- _TASK OBJECTIVE_: Determine how many lines in the records hold the word "paragraphs". Return the number alone.

- _DATA SHOWN_:
BEGIN
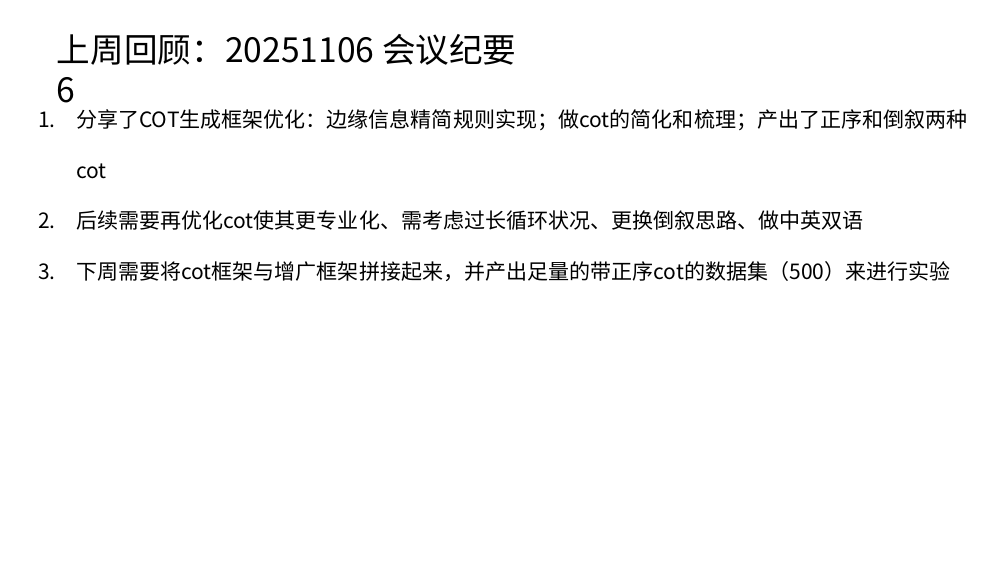
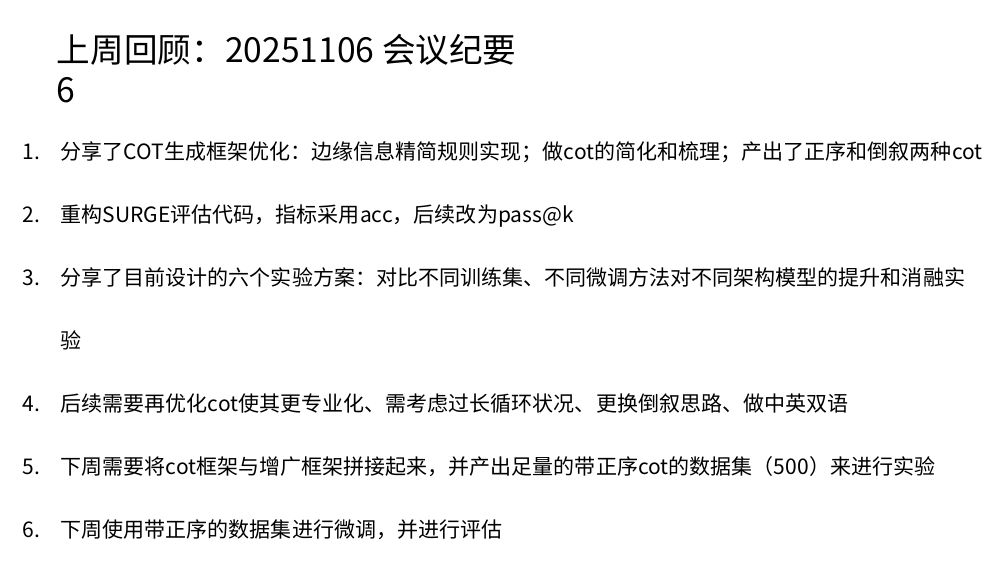
Before and after one commit to caoye04/TreecEva, a slide deck: slide 1 of 组会记录/组会1113.pptx. Drawn at 1008x567 pixels with LibreOffice and Linux fonts; fonts in the diff are those of the drawing. Boxes give left, top, right and bottom in pixels: in the first picture for what was removed or moved away, otherwise in the second. Text is boxed around its words. In the diff, an @@ line names an element or a change of style, - is before the commit and + after.

```diff
--- a/组会记录/组会1113.pptx
+++ b/组会记录/组会1113.pptx
@@ text "分享了COT生成框架优化：边缘信息精简规则实现；做cot的简化和梳理；产出了正序和倒叙两种cot": place and size @@
-text "分享了COT生成框架优化：边缘信息精简规则实现；做cot的简化和梳理；产出了正序和倒叙两种cot" at [76,109,967,281]
+text "分享了COT生成框架优化：边缘信息精简规则实现；做cot的简化和梳理；产出了正序和倒叙两种cot" at [61,141,983,539]
@@ text at [61,141,983,476]: line spacing 2 to 2.5 @@
@@ text at [61,204,965,350]: paragraphs added @@
+2. 重构SURGE评估代码，指标采用acc，后续改为pass@k
+3. 分享了目前设计的六个实验方案：对比不同训练集、不同微调方法对不同架构模型的提升和消融实验
@@ text at [61,519,503,539]: paragraph added @@
+6. 下周使用带正序的数据集进行微调，并进行评估
```
Also in this commit, not shown: 1 other slide changed, 15 slides added, 17 slides removed, 20 other files.
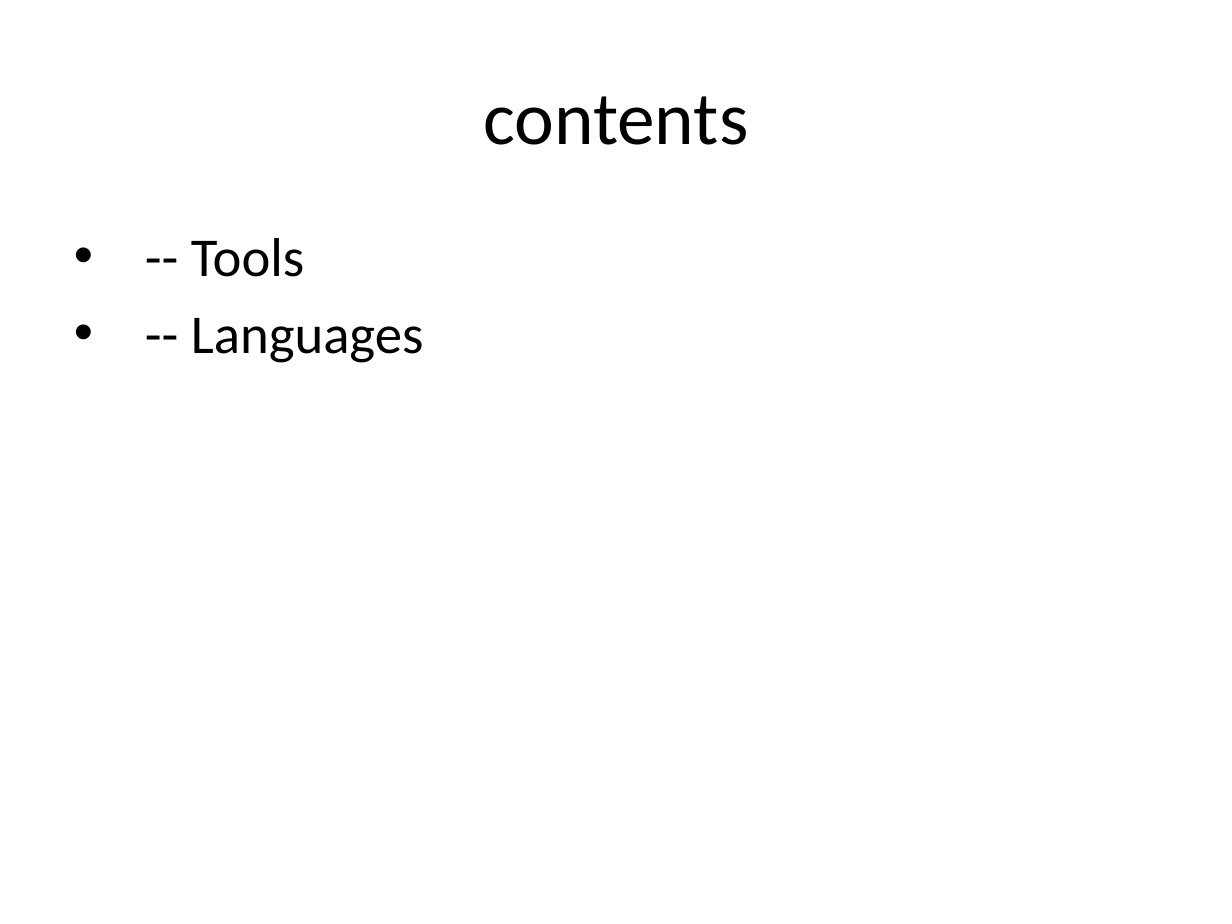
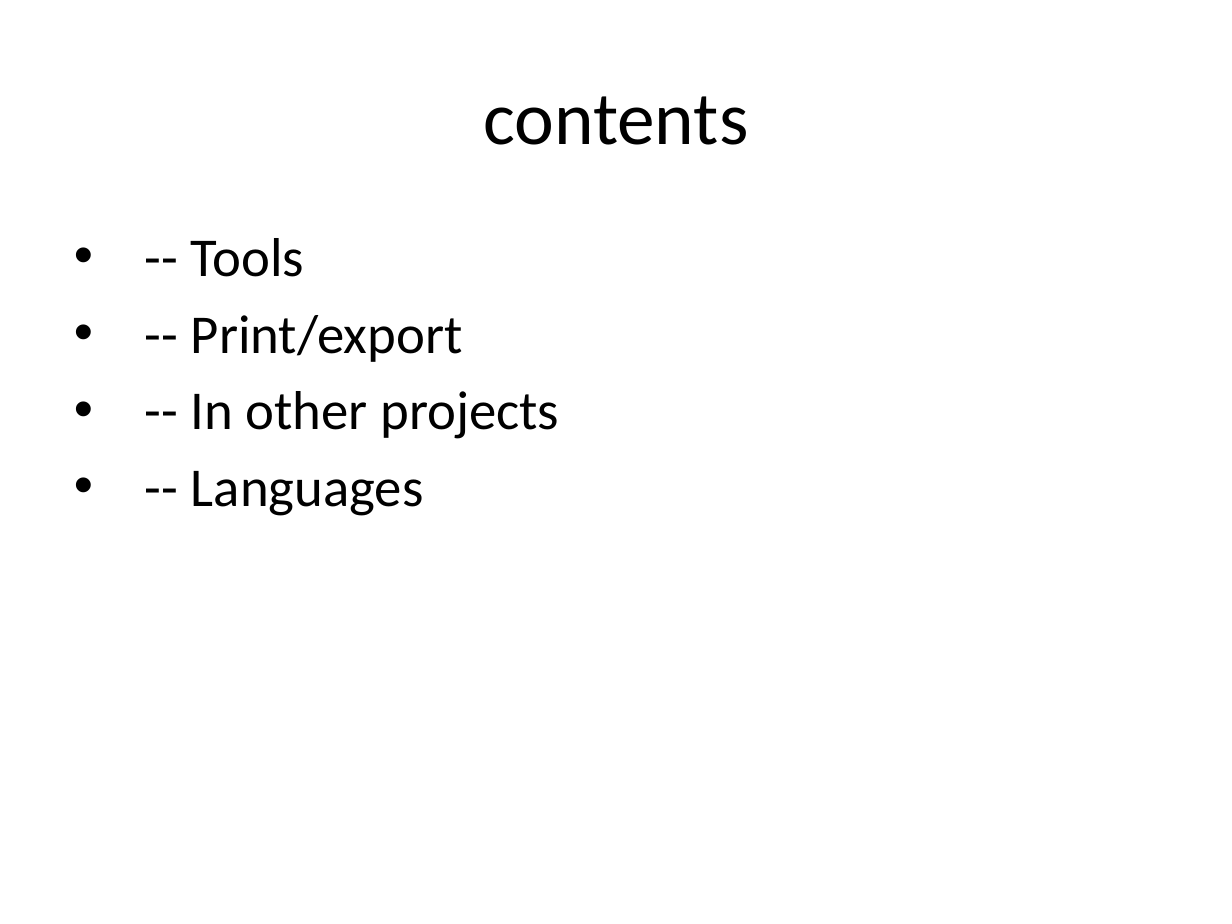
Before and after one commit to eppisai/Uplift---Smart-educational-Platform, a slide deck: slide 4 of AutoPPT-main/AutoPPT-main/something.pptx (slide 3 before the commit). Drawn at 1232x924 pixels with LibreOffice and Linux fonts; fonts in the diff are those of the drawing. Boxes give left, top, right and bottom in pixels: in the first picture for what was removed or moved away, otherwise in the second. Text is boxed around its words. In the diff, an @@ line names an element or a change of style, - is before the commit and + after.

```diff
--- a/AutoPPT-main/AutoPPT-main/something.pptx
+++ b/AutoPPT-main/AutoPPT-main/something.pptx
@@ text at <box>191,315,559,439</box>: paragraphs added @@
+• -- Print/export
+• -- In other projects
```
Also in this commit, not shown: 1 other slide changed, 13 slides added, 1 slide removed, 6 other files.
END
- _EXERCISE ANSWER_: 2